What this task involves — Only the lines holding "overlap" are wanted; find them in the listing and return each one.
———
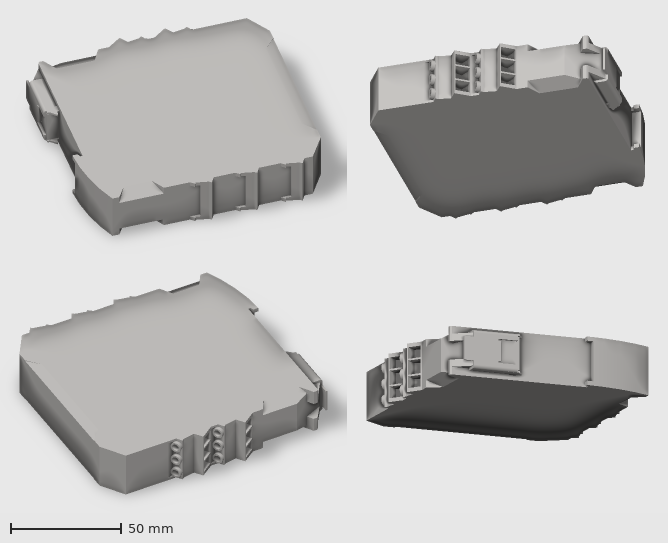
import cadquery as cq
import math

width = 99.1
height = 113.6
thickness = 22.6
half_thickness = thickness / 2
rail_y = 6.8
corner_x = 11.4
corner_y = 7.4
overlap = 1.1

slant_top_y = 18.0
slant_run = 3.0
slant_bottom_y = 11.2
lip_y = 9.3
lip_chamfer = 0.7

hook_tip_x = 65.4
hook_root_x = 67.1
hook_root_y = 5.7
hook_top_y = 5.0
hook_tip_y = 2.5
hook_skin_x = 68.6
hook_skin_z = 9.3
heel_y = 10.9
arc_mid = (84.3, 5.3)

row_pitch = 21.6
left_row_y = 80.1
right_row_y = 102.2
ridge_notch_drop = 6.6
left_row_count = 2
right_row_count = 3
left_tip = (-4.7, -11.4)
left_foot = (0.0, -17.8)
left_shoulder = (-2.6, -1.7)
left_row_points = [(0, 0), left_shoulder, (-1.7, -3.1), (-0.8, -8.6), left_tip, left_foot]
right_row_points = [(0, 0), (3.1, -1.8), (2.2, -3.0), (0.9, -9.0), (1.7, -9.3), (0, -11.2)]

screw_pitch = 7.4
screw_diameter = 5.1
screw_bore = 3.4
screw_bore_depth = 2.3
screw_length = 5.1
screw_face = (-1.4, 1.2)
screw_notch_z = 10.1
screw_notch_rise = 4.2
screw_notch_depth = 1.5

middle_opening = 6.6
side_opening = 5.3
side_opening_z = 6.8
opening_rim = 0.6
opening_depth = 3.4
upper_depth = 5.7
floor_run = 2.3
floor_rise = 3.4

pocket_top_y = 35.5
pocket_depth = 3.5
left_pocket_reach = 6.7
left_pocket_inner_y = (31.7, 13.6)
right_pocket_reach = 6.1
right_pocket_inner_y = (31.6, 18.2)
right_pocket_bottom_y = 14.2
label_left = 16.6
label_right = 82.4
label_slope = 6.1
label_reach = 5.3
label_depth = 0.3

clip_left = 8.7
clip_right = 30.3
clip_half = 9.0
clip_wall = 0.9
clip_round = 1.5
block_right = 31.6
nose_points = [(31.8, 1.2), (32.0, 2.6), (34.5, 5.2), (33.9, 5.7), (32.0, 5.9)]
groove_right = 28.6
groove_fall = 1.2
groove_depth = 0.7
tongue_left = 4.1
tongue_half = 5.6
tab_half = 4.3
tab_bottom_y = 2.4
slit_left = 22.0
slit_width = 0.7
hook_reach = 1.2
wedge_half = 7.7
wedge_bottom_y = 1.2


def plate(points, z_low, z_high):
    """Closed outline in X and Y, extruded from z_low to z_high."""
    return cq.Workplane("XY").workplane(offset=z_low).polyline(points).close().extrude(z_high - z_low)


def block(x_range, y_range, z_range):
    """Box between the given X, Y and Z limits."""
    left, right = x_range
    bottom, top = y_range
    return plate([(left, bottom), (right, bottom), (right, top), (left, top)], *z_range)


def both_sides(shape):
    """The shape together with its mirror image across Z = 0."""
    return shape.union(shape.mirror("XY"))


def housing():
    """Main outline with the hook narrowed to two outer skins at its tip."""
    outline = (
        cq.Workplane("XY").workplane(offset=-half_thickness)
        .moveTo(corner_x, height)
        .lineTo(0, height - corner_y)
        .lineTo(0, slant_top_y)
        .lineTo(slant_run, slant_bottom_y)
        .lineTo(0, lip_y)
        .lineTo(0, rail_y + lip_chamfer)
        .lineTo(lip_chamfer, rail_y)
        .lineTo(hook_root_x, rail_y)
        .lineTo(hook_root_x, hook_root_y)
        .lineTo(hook_tip_x, hook_top_y)
        .lineTo(hook_tip_x, hook_tip_y)
        .threePointArc(arc_mid, (width, heel_y))
        .lineTo(width, height - corner_y)
        .lineTo(width - corner_x, height)
        .close()
    )
    gap = block((hook_tip_x - overlap, hook_skin_x), (0, rail_y), (-hook_skin_z, hook_skin_z))
    return outline.extrude(thickness).cut(gap)


def wall_row(points, wall_x, start_y, inward):
    """Toothed ridge over the full thickness, reaching into the housing."""
    ridge = [(wall_x + x, start_y + y) for x, y in points]
    ridge.append((wall_x + inward, ridge[-1][1]))
    ridge.append((wall_x + inward, start_y))
    return plate(ridge, -half_thickness, half_thickness)


def screw_plane(start_y, z):
    """Plane on a screw face, facing away from the shoulder of the row."""
    run, fall = left_shoulder
    return cq.Plane(origin=(screw_face[0], start_y + screw_face[1], z), xDir=(0, 0, 1), normal=(fall, -run, 0))


def screw_notch(start_y):
    """Triangular notch in the wall that continues the slope of the row upwards."""
    run, fall = left_shoulder
    inner_y = start_y + screw_notch_depth * fall / run
    points = [(0, start_y + screw_notch_rise), (screw_notch_depth, inner_y), (0, start_y)]
    return plate(points, -screw_notch_z, screw_notch_z)


def wire_openings(start_y):
    """Three pockets with walls square to the foot face and an inclined floor."""
    face_x = left_foot[0] - left_tip[0]
    face_y = left_foot[1] - left_tip[1]
    face_length = math.hypot(face_x, face_y)
    along = (face_x / face_length, face_y / face_length)
    inward = (-along[1], along[0])
    upper = (left_tip[0] + opening_rim * along[0], start_y + left_tip[1] + opening_rim * along[1])
    lower = (left_foot[0] - opening_rim * along[0], start_y + left_foot[1] - opening_rim * along[1])
    wall_end = (lower[0] + opening_depth * inward[0], lower[1] + opening_depth * inward[1])
    floor_end = (wall_end[0] + floor_run, wall_end[1] + floor_rise)
    upper_end = (upper[0] + upper_depth * inward[0], upper[1] + upper_depth * inward[1])
    profile = [upper, lower, wall_end, floor_end, upper_end]
    side_low = side_opening_z - side_opening / 2
    side = plate(profile, side_low, side_low + side_opening)
    return plate(profile, -middle_opening / 2, middle_opening / 2).union(both_sides(side))


def add_left_row(body, start_y):
    """Ridge with its screw notch, wire openings and three bored screws."""
    body = body.union(wall_row(left_row_points, 0, start_y, overlap))
    body = body.cut(screw_notch(start_y)).cut(wire_openings(start_y))
    for index in (-1, 0, 1):
        face = cq.Workplane(screw_plane(start_y, index * screw_pitch))
        body = body.union(face.circle(screw_diameter / 2).extrude(-screw_length))
        body = body.cut(face.circle(screw_bore / 2).extrude(-screw_bore_depth))
    return body


def sloped_pocket(plan, section_plane, section, length):
    """Pocket with upright ends from the plan and a sloped floor from the section."""
    ends = plate(plan, 0, thickness)
    floor = cq.Workplane(section_plane).polyline(section).close().extrude(length)
    return both_sides(ends.intersect(floor))


def side_pocket(wall_x, inner_x, bottom_y, inner_y):
    """Pocket sloping down from its inner edge to the wall, with flared ends."""
    plan = [(wall_x, pocket_top_y), (inner_x, inner_y[0]), (inner_x, inner_y[1]), (wall_x, bottom_y)]
    section = [(wall_x, half_thickness), (inner_x, half_thickness), (wall_x, half_thickness - pocket_depth)]
    return sloped_pocket(plan, "XZ", section, -height)


def label_pocket():
    """Shallow sloped facet along the top edge."""
    inner_y = height - label_reach
    plan = [
        (label_left, height),
        (label_left + label_slope, inner_y),
        (label_right - label_slope, inner_y),
        (label_right, height),
    ]
    section = [(height, half_thickness), (inner_y, half_thickness), (height, half_thickness - label_depth)]
    return sloped_pocket(plan, "YZ", section, width)


def clip():
    """Core with a wedge on the left, a rounded cover around it, two nosed walls and a tongue."""
    top_y = rail_y + overlap
    core = plate(
        [(lip_chamfer, rail_y), (clip_left, wedge_bottom_y), (block_right, wedge_bottom_y),
         (block_right, top_y), (lip_chamfer, top_y)],
        -wedge_half, wedge_half,
    )
    cover = block((clip_left, clip_right), (0, top_y), (-clip_half, clip_half))
    cover = cover.edges("|X and <Y").fillet(clip_round)
    groove_y = rail_y - groove_fall
    groove = (
        cq.Workplane("YZ").workplane(offset=clip_left)
        .polyline([(groove_y, clip_half), (rail_y, clip_half), (rail_y, clip_half - groove_depth)]).close()
        .extrude(groove_right - clip_left)
    )
    nose = plate(
        [(clip_left, clip_round), *nose_points, (nose_points[-1][0], top_y), (clip_left, top_y)],
        clip_half - clip_wall, clip_half,
    )
    tongue = block((tongue_left, clip_left + overlap), (0, clip_wall), (-tongue_half, tongue_half))
    shell = cover.union(both_sides(nose)).cut(both_sides(groove))
    return shell.union(core).union(tongue)


def tab_slot():
    """Opens the lip and wedge in the middle, leaving the slanted end wall running down as a tab."""
    slope = slant_run / (slant_top_y - slant_bottom_y)
    tab_x = (slant_top_y - tab_bottom_y) * slope
    return plate(
        [(slant_run, slant_bottom_y), (tab_x, tab_bottom_y), (tab_x, clip_wall), (-overlap, clip_wall),
         (-overlap, slant_bottom_y)],
        -tab_half, tab_half,
    )


def tongue_recess():
    """Shallow step in the clip underside, with a slit and two hooked corners at its left end."""
    step = block((slit_left, block_right), (0, wedge_bottom_y), (-tongue_half, tongue_half))
    slit = block((slit_left, slit_left + slit_width), (0, wedge_bottom_y + clip_wall), (-tab_half, tab_half))
    hook = block((slit_left - hook_reach, slit_left), (0, clip_wall), (tongue_half - clip_wall, tongue_half))
    return step.union(slit).union(both_sides(hook))


def ridge_notch(start_y):
    """Step cut into the lower end of a right ridge between two thin skins."""
    top = start_y - ridge_notch_drop
    bottom = start_y + right_row_points[-1][1]
    return block((width, width + right_row_points[1][0]), (bottom, top), (-hook_skin_z, hook_skin_z))


result = housing()
for row in reversed(range(left_row_count)):
    result = add_left_row(result, left_row_y - row * row_pitch)
for row in range(right_row_count):
    ridge_y = right_row_y - row * row_pitch
    result = result.union(wall_row(right_row_points, width, ridge_y, -overlap)).cut(ridge_notch(ridge_y))
result = result.cut(side_pocket(0, left_pocket_reach, lip_y, left_pocket_inner_y))
right_inner_x = width - right_pocket_reach
result = result.cut(side_pocket(width, right_inner_x, right_pocket_bottom_y, right_pocket_inner_y))
result = result.cut(label_pocket())
result = result.union(clip()).cut(tab_slot()).cut(tongue_recess())
———
Your solution —
overlap = 1.1
    gap = block((hook_tip_x - overlap, hook_skin_x), (0, rail_y), (-hook_skin_z, hook_skin_z))
    body = body.union(wall_row(left_row_points, 0, start_y, overlap))
    top_y = rail_y + overlap
    tongue = block((tongue_left, clip_left + overlap), (0, clip_wall), (-tongue_half, tongue_half))
        [(slant_run, slant_bottom_y), (tab_x, tab_bottom_y), (tab_x, clip_wall), (-overlap, clip_wall),
         (-overlap, slant_bottom_y)],
    result = result.union(wall_row(right_row_points, width, ridge_y, -overlap)).cut(ridge_notch(ridge_y))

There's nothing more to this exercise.